The date of the solstice is not the same as the date of the latest sunrise and both are not the same as the date of earliest sunset. Because the Earth is moving along its solar orbital path, for each solar day the Earth has to do more than one full rotation. Because the Earth's orbit is elliptical, the speed at which the Earth moves along its orbit varies. Consequently, solar days are not the same length throughout the year. "Mean time" is our way of modifying this, for our convenience, making each day the same length, i.e. 24 hours. The maximum correction (see Equation of Time) is ± 15 minutes to the mean but its value changes quite rapidly around the solstices.
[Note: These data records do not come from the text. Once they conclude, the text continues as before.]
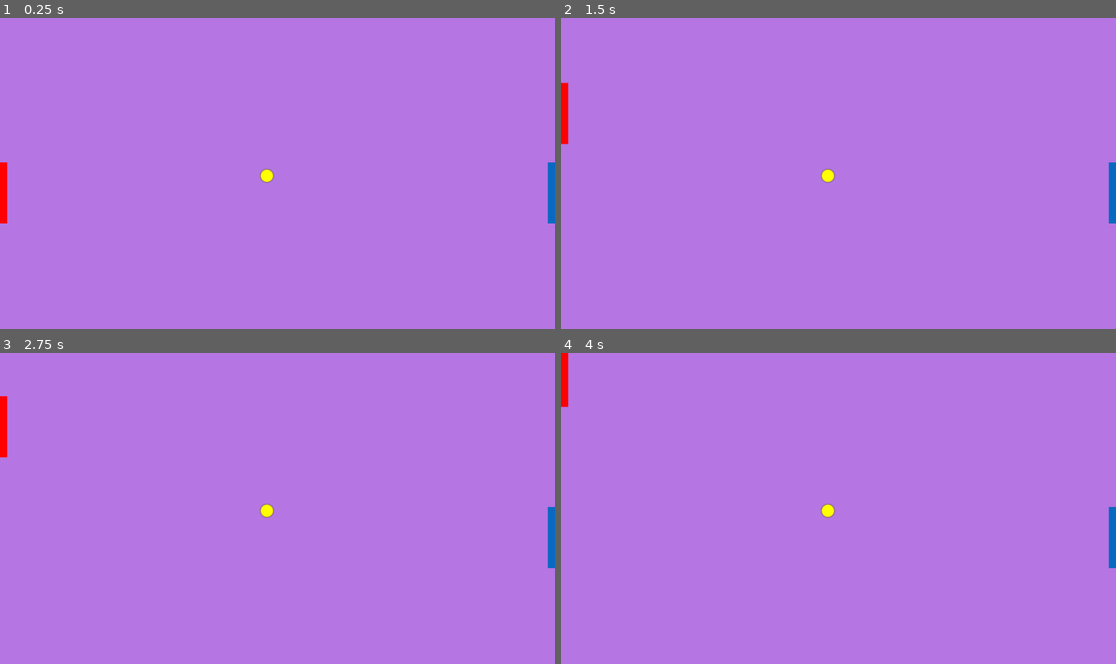
Above: before the commit, frames 1-4 (two rows, left to right).
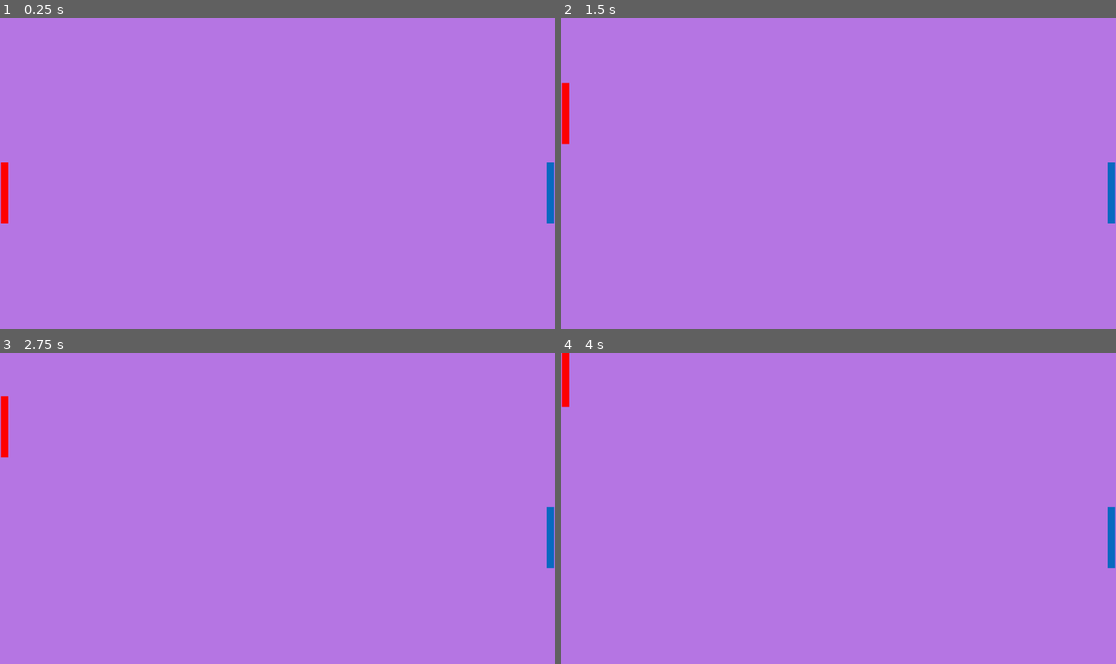
Above: after the commit, the same moments.

Repository: JustGlassin33/Pong_20_Game_challange
Game: Godot game, scene res://scenes/Game.tscn
Two runs of this game, one before a commit and one after it. Both use one fixed random seed, a clock stepped at 60 frames per second and the inputs below.
Inputs:
- Up to frame 1 (0.25 s): no input
- Up to frame 2 (1.5 s): tap Enter at 0.5 s; hold W (move_up1) 0.53-1.28 s; tap Down (move_down2) at 0.6 s; hold S (move_down1) from 1.28 s (still down); tap Up (move_up2) at 1.35 s
- Up to frame 3 (2.75 s): release S (move_down1) at 2.03 s; hold W (move_up1) from 2.03 s (still down); tap Down (move_down2) at 2.1 s
- Up to frame 4 (4 s): tap Up (move_up2) at 2.85 s; release W (move_up1) at 3.53 s; hold S (move_down1) from 3.53 s (still down); tap Down (move_down2) at 3.6 s

The runs differ from the first frame. In frame 1, 0.3% of the frame differs, in the area x 0-100%, y 46-67%; in frame 2, 0.3%; in frame 3, 0.3%, in the area x 0-100%, y 13-70%; in frame 4, 0.3%.
Error before the commit: Parse Error: Expected indented block after function declaration. (res://scripts/ball.gd:5)

Commit message:
moved paddles a few pixels away from game border

Diff:
--- a/pong/scenes/Game.tscn
+++ b/pong/scenes/Game.tscn
@@ -3,15 +3,14 @@
 [ext_resource type="PackedScene" uid="uid://di2ph1sirks4" path="res://scenes/Player_1.tscn" id="1_ibkli"]
 [ext_resource type="PackedScene" uid="uid://b3akymkqy5rpm" path="res://scenes/player_2.tscn" id="2_qbsmt"]
 [ext_resource type="PackedScene" uid="uid://dj7altmtdkayu" path="res://scenes/world_boundry.tscn" id="3_cpr0p"]
-[ext_resource type="PackedScene" uid="uid://bkgsgplmdrdk4" path="res://scenes/ball.tscn" id="4_78awf"]
 
 [node name="Game" type="Node2D" unique_id=2062202426]
 
 [node name="Player 1" parent="." unique_id=271421671 instance=ExtResource("1_ibkli")]
-position = Vector2(0, 300)
+position = Vector2(2, 300)
 
 [node name="Player 2" parent="." unique_id=594678553 instance=ExtResource("2_qbsmt")]
-position = Vector2(1137, 300)
+position = Vector2(1135, 300)
 
 [node name="ColorRect" type="ColorRect" parent="." unique_id=1565560082]
 z_index = -1
@@ -21,6 +20,3 @@
 
 [node name="World_boundry" parent="." unique_id=940147634 instance=ExtResource("3_cpr0p")]
 position = Vector2(-2, 2)
-
-[node name="Ball" parent="." unique_id=907551910 instance=ExtResource("4_78awf")]
-position = Vector2(554, 328)

If solar time were used rather than mean time, the latest sunrise and earliest sunset and therefore also the shortest day would all be at the December solstice in the northern hemisphere; the opposite would be true in the southern hemisphere, with the earliest sunrise, latest sunset, and longest day.